─── Data for processing ───

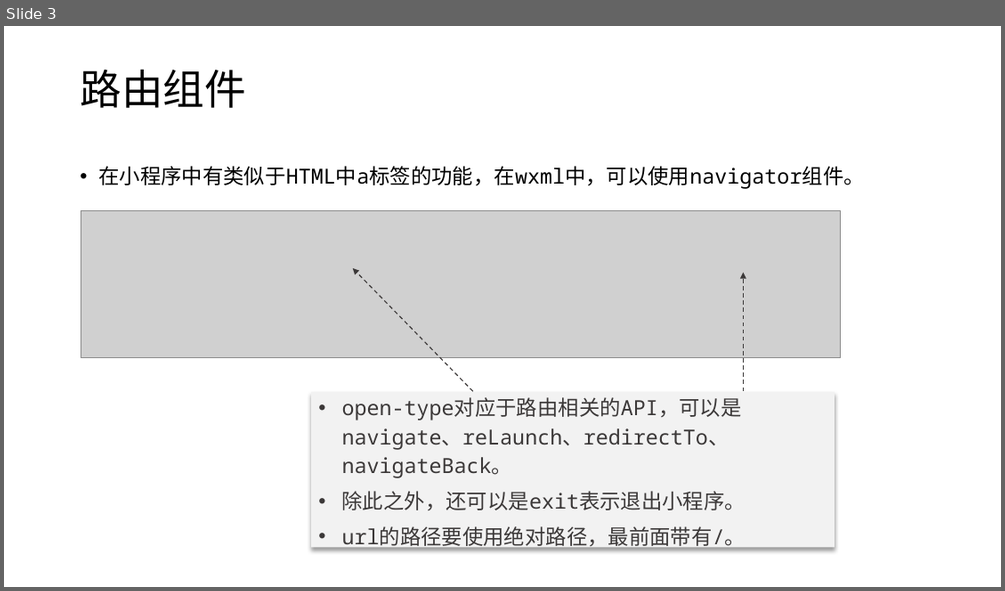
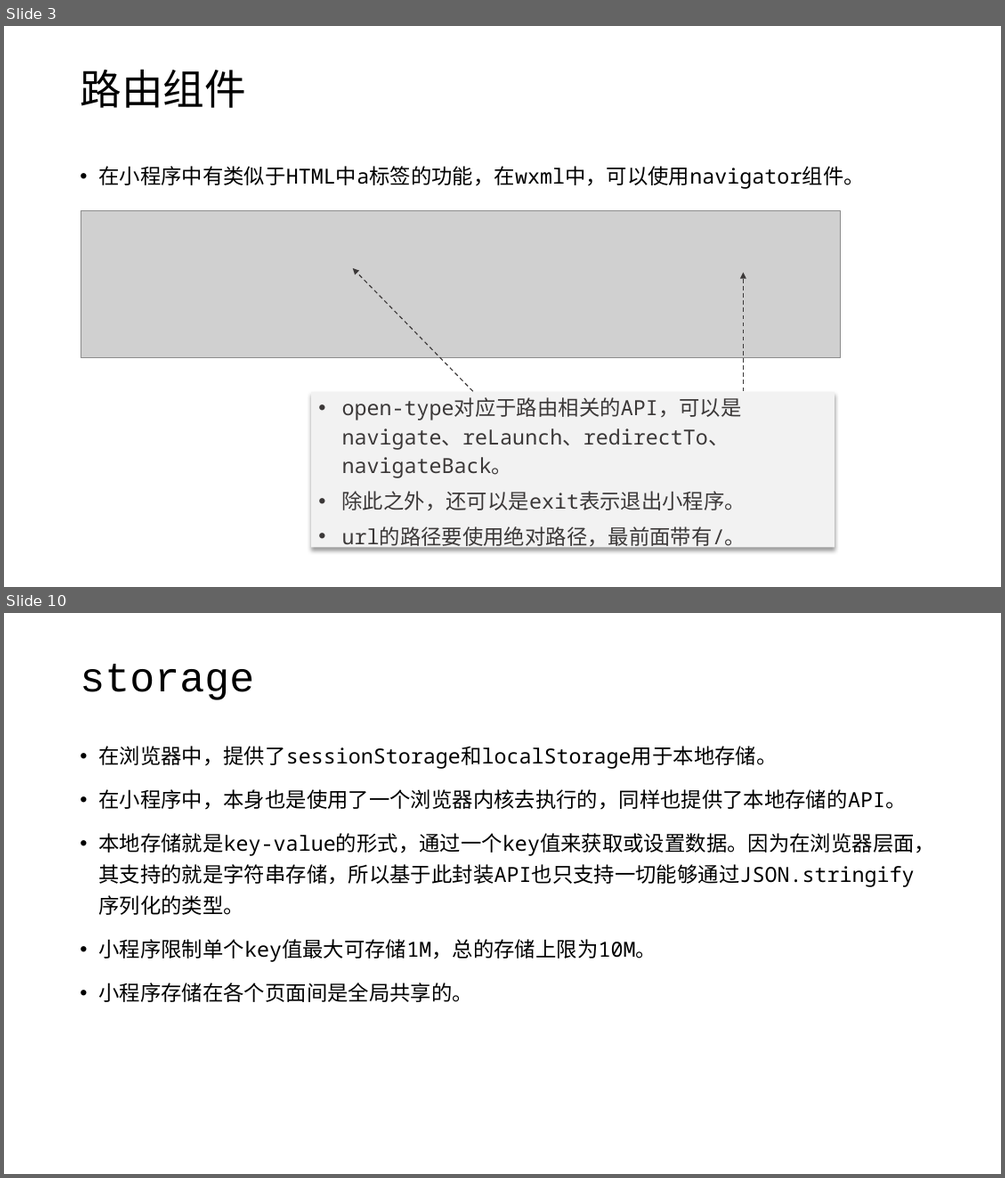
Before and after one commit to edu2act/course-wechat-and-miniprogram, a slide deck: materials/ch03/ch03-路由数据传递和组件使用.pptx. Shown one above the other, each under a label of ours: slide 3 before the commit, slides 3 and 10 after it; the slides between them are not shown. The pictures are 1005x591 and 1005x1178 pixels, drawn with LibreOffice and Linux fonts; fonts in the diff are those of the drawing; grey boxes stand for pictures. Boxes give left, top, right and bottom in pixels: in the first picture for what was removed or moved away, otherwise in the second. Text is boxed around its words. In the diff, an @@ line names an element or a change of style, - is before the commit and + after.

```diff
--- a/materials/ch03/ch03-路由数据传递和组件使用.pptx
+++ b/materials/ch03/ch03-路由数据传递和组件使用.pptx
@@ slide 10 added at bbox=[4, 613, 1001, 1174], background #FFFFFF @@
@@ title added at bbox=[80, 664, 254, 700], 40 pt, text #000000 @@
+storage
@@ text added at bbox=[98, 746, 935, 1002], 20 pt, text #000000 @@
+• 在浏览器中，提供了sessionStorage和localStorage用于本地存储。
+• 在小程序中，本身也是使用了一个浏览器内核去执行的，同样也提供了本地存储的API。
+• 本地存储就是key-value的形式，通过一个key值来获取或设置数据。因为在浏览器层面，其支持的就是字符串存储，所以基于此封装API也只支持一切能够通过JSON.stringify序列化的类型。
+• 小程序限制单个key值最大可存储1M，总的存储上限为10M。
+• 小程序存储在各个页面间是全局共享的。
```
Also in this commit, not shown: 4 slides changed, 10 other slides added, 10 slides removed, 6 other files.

───

What the task asks: Print the data word for word and omit the pictures.

Answer box:
Before and after one commit to edu2act/course-wechat-and-miniprogram, a slide deck: materials/ch03/ch03-路由数据传递和组件使用.pptx. Shown one above the other, each under a label of ours: slide 3 before the commit, slides 3 and 10 after it; the slides between them are not shown. The pictures are 1005x591 and 1005x1178 pixels, drawn with LibreOffice and Linux fonts; fonts in the diff are those of the drawing; grey boxes stand for pictures. Boxes give left, top, right and bottom in pixels: in the first picture for what was removed or moved away, otherwise in the second. Text is boxed around its words. In the diff, an @@ line names an element or a change of style, - is before the commit and + after.

```diff
--- a/materials/ch03/ch03-路由数据传递和组件使用.pptx
+++ b/materials/ch03/ch03-路由数据传递和组件使用.pptx
@@ slide 10 added at bbox=[4, 613, 1001, 1174], background #FFFFFF @@
@@ title added at bbox=[80, 664, 254, 700], 40 pt, text #000000 @@
+storage
@@ text added at bbox=[98, 746, 935, 1002], 20 pt, text #000000 @@
+• 在浏览器中，提供了sessionStorage和localStorage用于本地存储。
+• 在小程序中，本身也是使用了一个浏览器内核去执行的，同样也提供了本地存储的API。
+• 本地存储就是key-value的形式，通过一个key值来获取或设置数据。因为在浏览器层面，其支持的就是字符串存储，所以基于此封装API也只支持一切能够通过JSON.stringify序列化的类型。
+• 小程序限制单个key值最大可存储1M，总的存储上限为10M。
+• 小程序存储在各个页面间是全局共享的。
```
Also in this commit, not shown: 4 slides changed, 10 other slides added, 10 slides removed, 6 other files.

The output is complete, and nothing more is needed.